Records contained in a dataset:
+ + + +
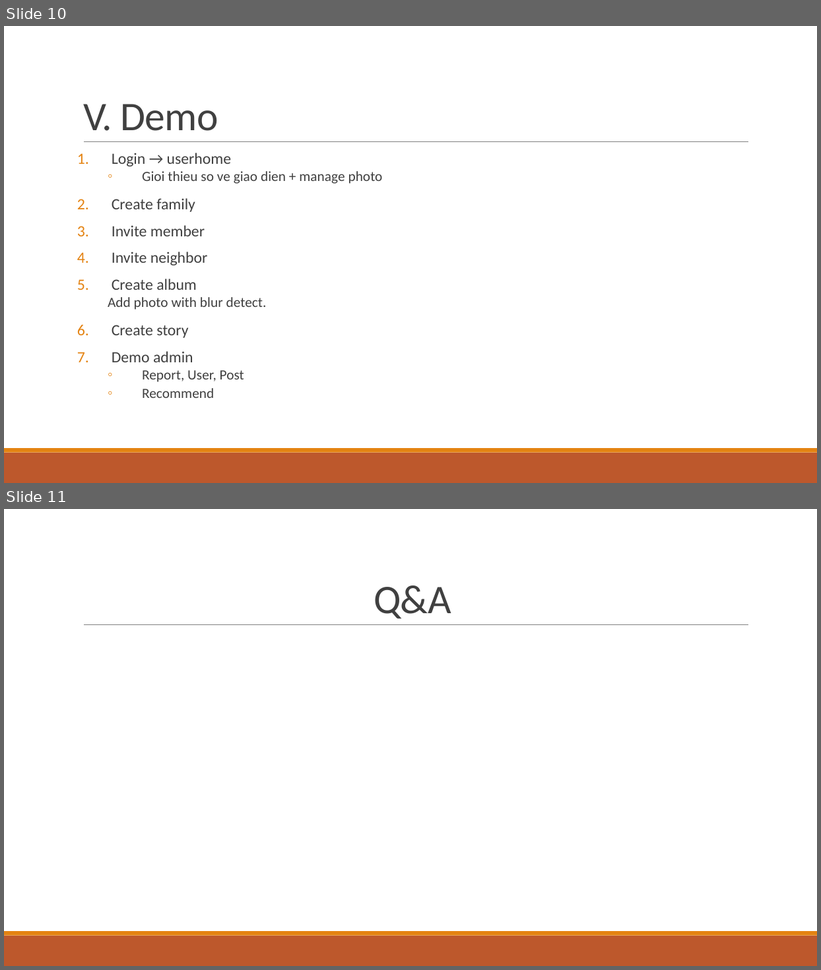
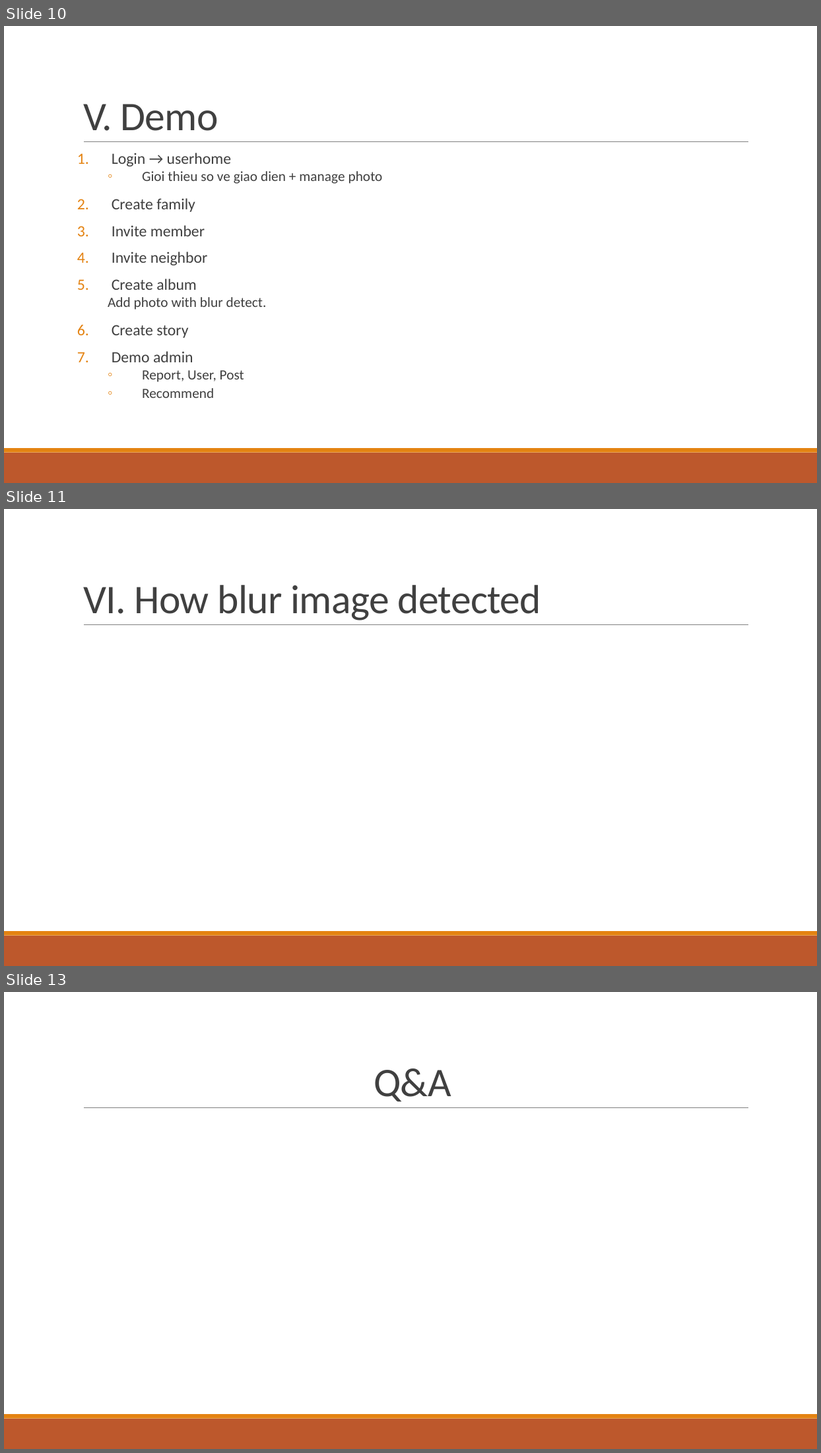
Before and after one commit to sivarajankumar/famsam, a slide deck: Family Album Sharing System.pptx. Shown one above the other, each under a label of ours: slides 10 and 11 before the commit, slides 10, 11 and 13 after it; the slides between them are not shown. The pictures are 821x970 and 821x1453 pixels, drawn with LibreOffice and Linux fonts; fonts in the diff are those of the drawing. Boxes give left, top, right and bottom in pixels: in the first picture for what was removed or moved away, otherwise in the second. Text is boxed around its words. In the diff, an @@ line names an element or a change of style, - is before the commit and + after.

```diff
--- a/Family Album Sharing System.pptx
+++ b/Family Album Sharing System.pptx
@@ slide 11 added at <box>4,509,817,966</box>, background #FFFFFF; not listed: 3 template elements that a slide beside it also shows @@
@@ title added at <box>83,585,541,621</box>, 48 pt, text #404040 @@
+VI. How blur image detected
@@ what was slide 11 is now slide 13 @@
```
Also in this commit, not shown: 1 other slide added.
+ + + +
Check each line above for "other" and return the ones that have it.

Exercise solution:
Before and after one commit to sivarajankumar/famsam, a slide deck: Family Album Sharing System.pptx. Shown one above the other, each under a label of ours: slides 10 and 11 before the commit, slides 10, 11 and 13 after it; the slides between them are not shown. The pictures are 821x970 and 821x1453 pixels, drawn with LibreOffice and Linux fonts; fonts in the diff are those of the drawing. Boxes give left, top, right and bottom in pixels: in the first picture for what was removed or moved away, otherwise in the second. Text is boxed around its words. In the diff, an @@ line names an element or a change of style, - is before the commit and + after.
Also in this commit, not shown: 1 other slide added.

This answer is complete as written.